**Problem to work on:** Where a line of the data below has the string "boxed", copy that line.

===== Extracted material =====

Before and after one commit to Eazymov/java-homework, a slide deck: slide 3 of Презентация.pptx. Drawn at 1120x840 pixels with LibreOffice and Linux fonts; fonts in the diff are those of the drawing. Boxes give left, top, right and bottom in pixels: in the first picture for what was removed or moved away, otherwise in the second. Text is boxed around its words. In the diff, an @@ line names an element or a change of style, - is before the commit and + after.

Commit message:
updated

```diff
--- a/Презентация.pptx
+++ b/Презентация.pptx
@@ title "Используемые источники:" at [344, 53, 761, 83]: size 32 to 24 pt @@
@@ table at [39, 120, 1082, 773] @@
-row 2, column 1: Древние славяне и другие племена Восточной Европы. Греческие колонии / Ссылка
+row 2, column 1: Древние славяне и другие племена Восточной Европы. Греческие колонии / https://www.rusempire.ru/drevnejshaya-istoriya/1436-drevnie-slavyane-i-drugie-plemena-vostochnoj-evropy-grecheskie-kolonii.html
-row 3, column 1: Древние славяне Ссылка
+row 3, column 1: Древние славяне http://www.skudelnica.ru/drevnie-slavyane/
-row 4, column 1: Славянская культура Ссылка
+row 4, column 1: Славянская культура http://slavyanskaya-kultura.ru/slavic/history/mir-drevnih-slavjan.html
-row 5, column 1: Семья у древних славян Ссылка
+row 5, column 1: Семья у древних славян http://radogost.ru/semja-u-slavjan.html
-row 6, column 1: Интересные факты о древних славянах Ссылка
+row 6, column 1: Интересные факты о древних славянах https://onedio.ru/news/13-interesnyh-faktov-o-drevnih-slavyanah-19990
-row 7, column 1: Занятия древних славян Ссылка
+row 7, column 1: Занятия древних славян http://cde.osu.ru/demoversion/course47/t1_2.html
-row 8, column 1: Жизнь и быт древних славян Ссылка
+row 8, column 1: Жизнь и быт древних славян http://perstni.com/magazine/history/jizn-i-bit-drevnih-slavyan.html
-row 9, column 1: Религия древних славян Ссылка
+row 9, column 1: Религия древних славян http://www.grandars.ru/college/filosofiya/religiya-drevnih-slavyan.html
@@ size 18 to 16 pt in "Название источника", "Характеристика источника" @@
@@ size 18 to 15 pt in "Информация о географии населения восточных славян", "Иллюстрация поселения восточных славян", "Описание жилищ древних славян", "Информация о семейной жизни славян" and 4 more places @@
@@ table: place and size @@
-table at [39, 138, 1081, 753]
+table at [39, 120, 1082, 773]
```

=====
===== Extracted material =====

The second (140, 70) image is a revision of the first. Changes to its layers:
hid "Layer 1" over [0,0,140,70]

=====
===== Extracted material =====

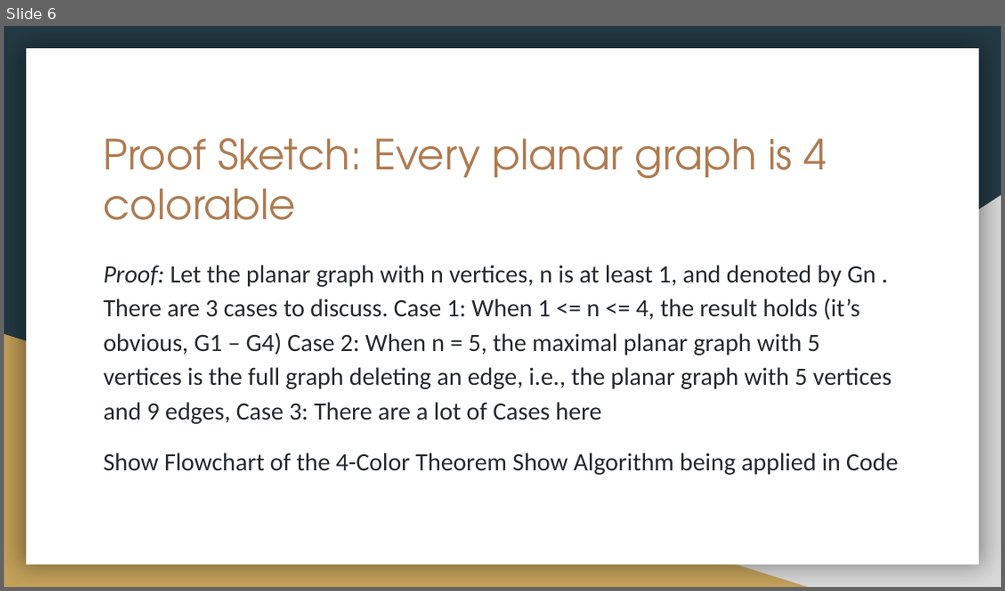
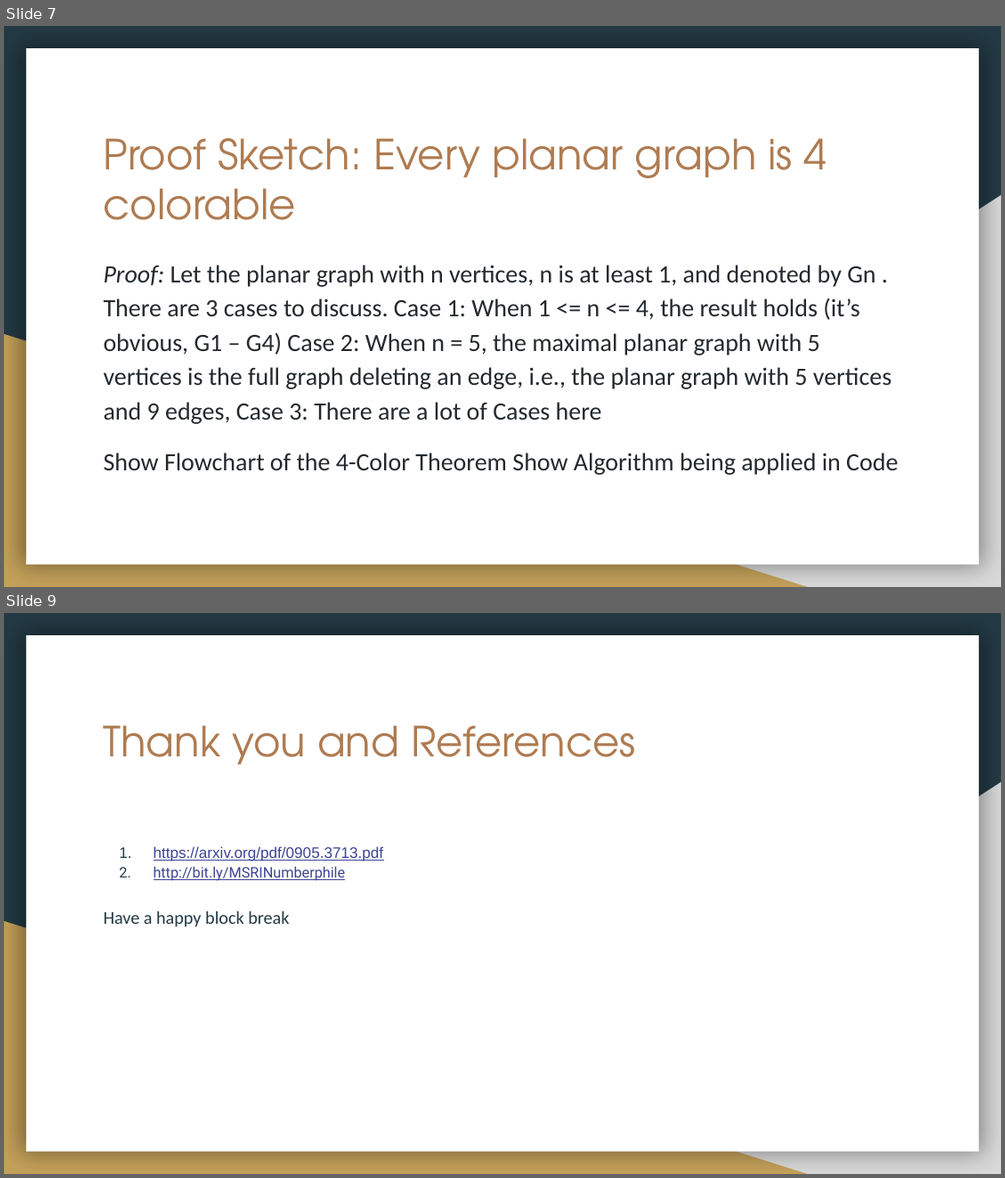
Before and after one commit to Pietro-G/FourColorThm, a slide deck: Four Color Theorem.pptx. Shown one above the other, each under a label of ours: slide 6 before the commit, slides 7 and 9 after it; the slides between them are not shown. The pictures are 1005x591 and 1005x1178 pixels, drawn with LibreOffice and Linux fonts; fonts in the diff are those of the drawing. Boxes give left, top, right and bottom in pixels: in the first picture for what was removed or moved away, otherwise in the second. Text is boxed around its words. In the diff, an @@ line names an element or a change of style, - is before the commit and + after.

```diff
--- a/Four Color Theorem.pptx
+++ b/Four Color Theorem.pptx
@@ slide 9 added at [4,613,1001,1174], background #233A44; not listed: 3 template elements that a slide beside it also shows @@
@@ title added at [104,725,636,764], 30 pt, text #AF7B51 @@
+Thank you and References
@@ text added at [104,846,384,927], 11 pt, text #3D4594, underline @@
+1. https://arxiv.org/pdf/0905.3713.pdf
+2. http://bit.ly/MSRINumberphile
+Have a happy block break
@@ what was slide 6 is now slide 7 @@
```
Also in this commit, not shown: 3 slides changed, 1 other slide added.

=====

**Written solution:**
Before and after one commit to Eazymov/java-homework, a slide deck: slide 3 of Презентация.pptx. Drawn at 1120x840 pixels with LibreOffice and Linux fonts; fonts in the diff are those of the drawing. Boxes give left, top, right and bottom in pixels: in the first picture for what was removed or moved away, otherwise in the second. Text is boxed around its words. In the diff, an @@ line names an element or a change of style, - is before the commit and + after.
Before and after one commit to Pietro-G/FourColorThm, a slide deck: Four Color Theorem.pptx. Shown one above the other, each under a label of ours: slide 6 before the commit, slides 7 and 9 after it; the slides between them are not shown. The pictures are 1005x591 and 1005x1178 pixels, drawn with LibreOffice and Linux fonts; fonts in the diff are those of the drawing. Boxes give left, top, right and bottom in pixels: in the first picture for what was removed or moved away, otherwise in the second. Text is boxed around its words. In the diff, an @@ line names an element or a change of style, - is before the commit and + after.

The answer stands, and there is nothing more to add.